Toujours super de lire tant de détails et j’anticipe : vais rajouter une étagère à ma bibliothèque de La Buse pour y serrer l’Encyclopédie Korrigan dans 5 ans… Cela procurera de belles lectures l’hiver au coin du foyer.
Bravo pour cette 1ère vraie traversée hors de vue des côtes, sommes conscients de vos bonheurs et fatigue. Un beau panaché sur fond de petites filles heureuses et si faciles à vivre. La perfection familiale à bord cela existe. Les photos sont toujours très belles, mêmes Los Muros sont sympas dans le contexte : ouf ! Bien arrivés.
On vous aime, à bientôt, bises à partager… les mononcle et matante du Québec
Merci Caline de tes bons commentaires et encouragements. Même si j’aime beaucoup écrire et photographier, c’est beaucoup de travail….surtout quand on a pris du retard au début. Maintenant, je tiens un meilleur rythme vu que le bricolage et les réparations sont passées en second plan. Bises à tous les 2, Olivier.

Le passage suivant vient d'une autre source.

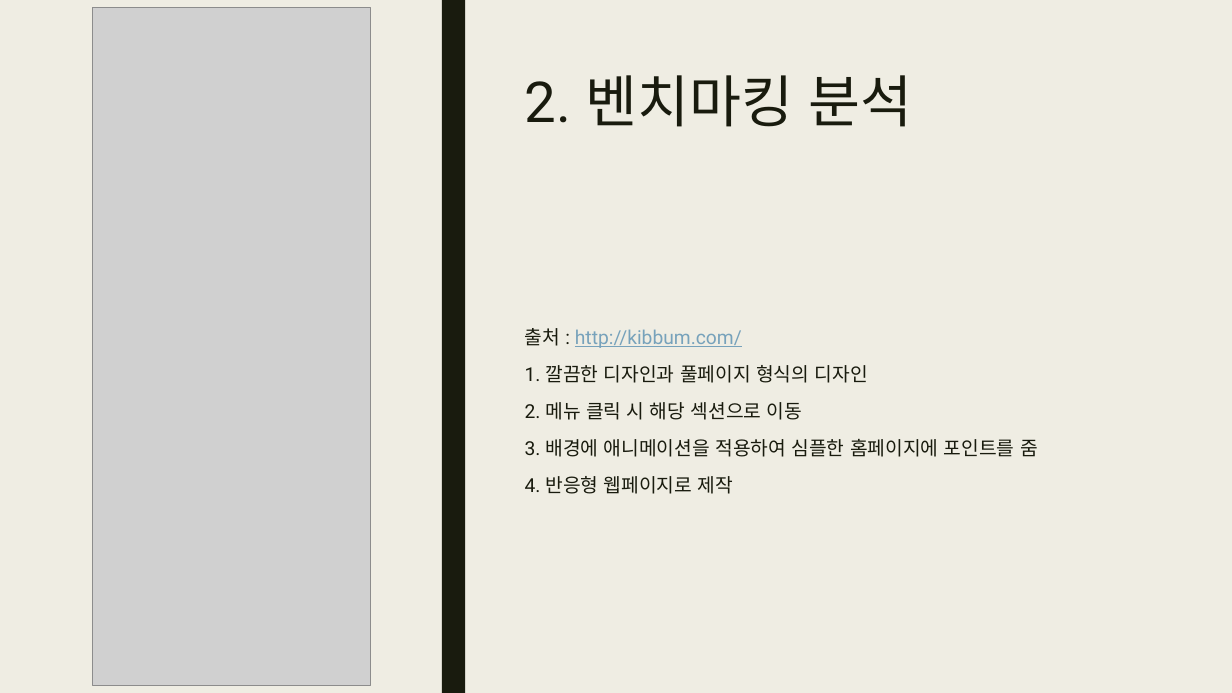
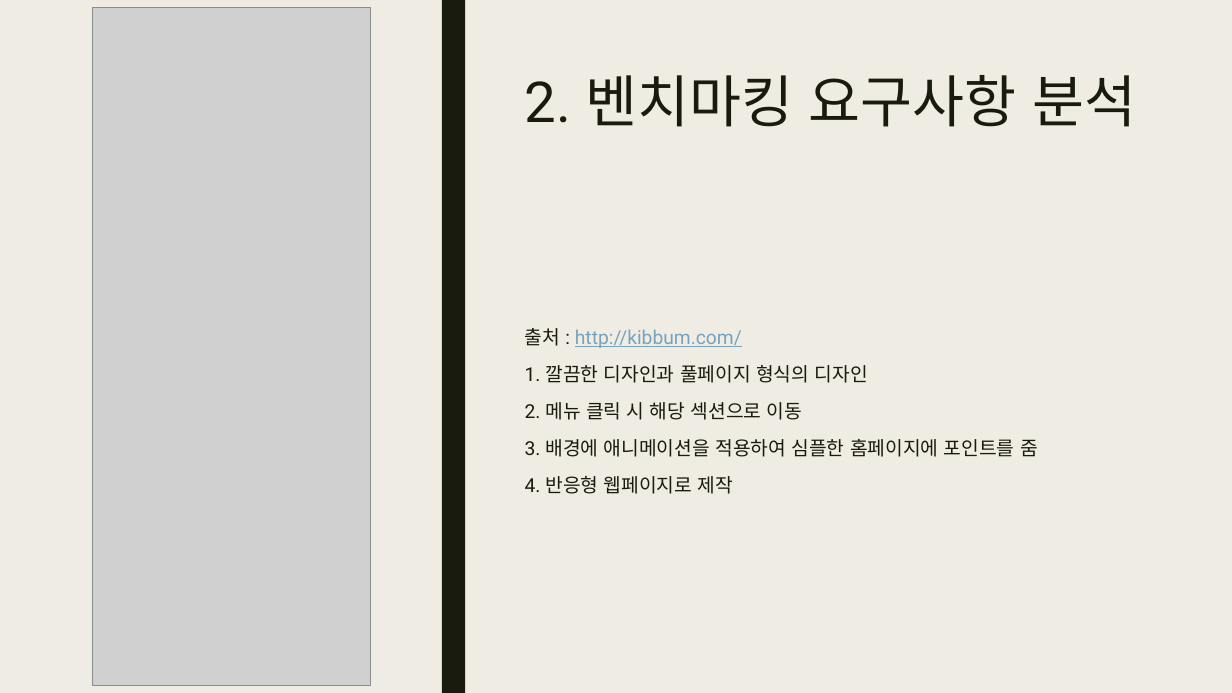
Before and after one commit to jurin2/report05, a slide deck: slide 5 of 요구사항 확인-허은혜.pptx. Drawn at 1232x693 pixels with LibreOffice and Linux fonts; fonts in the diff are those of the drawing; grey boxes stand for pictures. Boxes give left, top, right and bottom in pixels: in the first picture for what was removed or moved away, otherwise in the second. Text is boxed around its words. In the diff, an @@ line names an element or a change of style, - is before the commit and + after.

```diff
--- a/요구사항 확인-허은혜.pptx
+++ b/요구사항 확인-허은혜.pptx
@@ title at (525, 75, 1137, 127): text changed @@
-2. 벤치마킹 분석
+2. 벤치마킹 요구사항 분석
```
Also in this commit, not shown: 3 other slides changed.

Très joli récit de navigation.
Merci
Vincent D.
Wow, on sent avec cette 1ère traversée au large que les choses deviennent plus sérieuses.
Profitez bien de l’Espagne et du Portugal!
Toujours un plaisir de vous lire ! au passage j’adorerais voir une vidéo d’une sortie de spi si vous avez l’occasion 🙂
Très bonne suggestion, on va préparer ca!
Bravo pour tous ces commentaires, on a l’impression de vivre la traversée avec vous .
Phoebe et Eléa jouent comme si elles étaient dans leur chambre .
Félicitations à tous les deux pour cette première traversée.
On vous embrasse
Bien d’accord avec Caline. Très bien écrit, donne vraiment l’impression d’y être.
Bravo et je suis impatient de voir la suite.
Bisous,
Bert
Bravo pour votre premiere traversee.
Merci de nous permettre de voyager de cette maniere.
Bises
Le récit de vos aventures est très poignant .
Nous avons ainsi partagé un moment de la vie de la petite famille.
Toute cette technicité dissipe notre anxiété liée à notre ignorance des choses de la mer.
On vous embrasse bien affectueusement
Merci ! En effet, le bateau et la mer, comme le reste, fait peur quand on le méconnaît. Ensuite, avec un peu de sérieux et la prudence d’un bon père de famille, ça n’est que du bonheur. On vous embrasse tous les 2.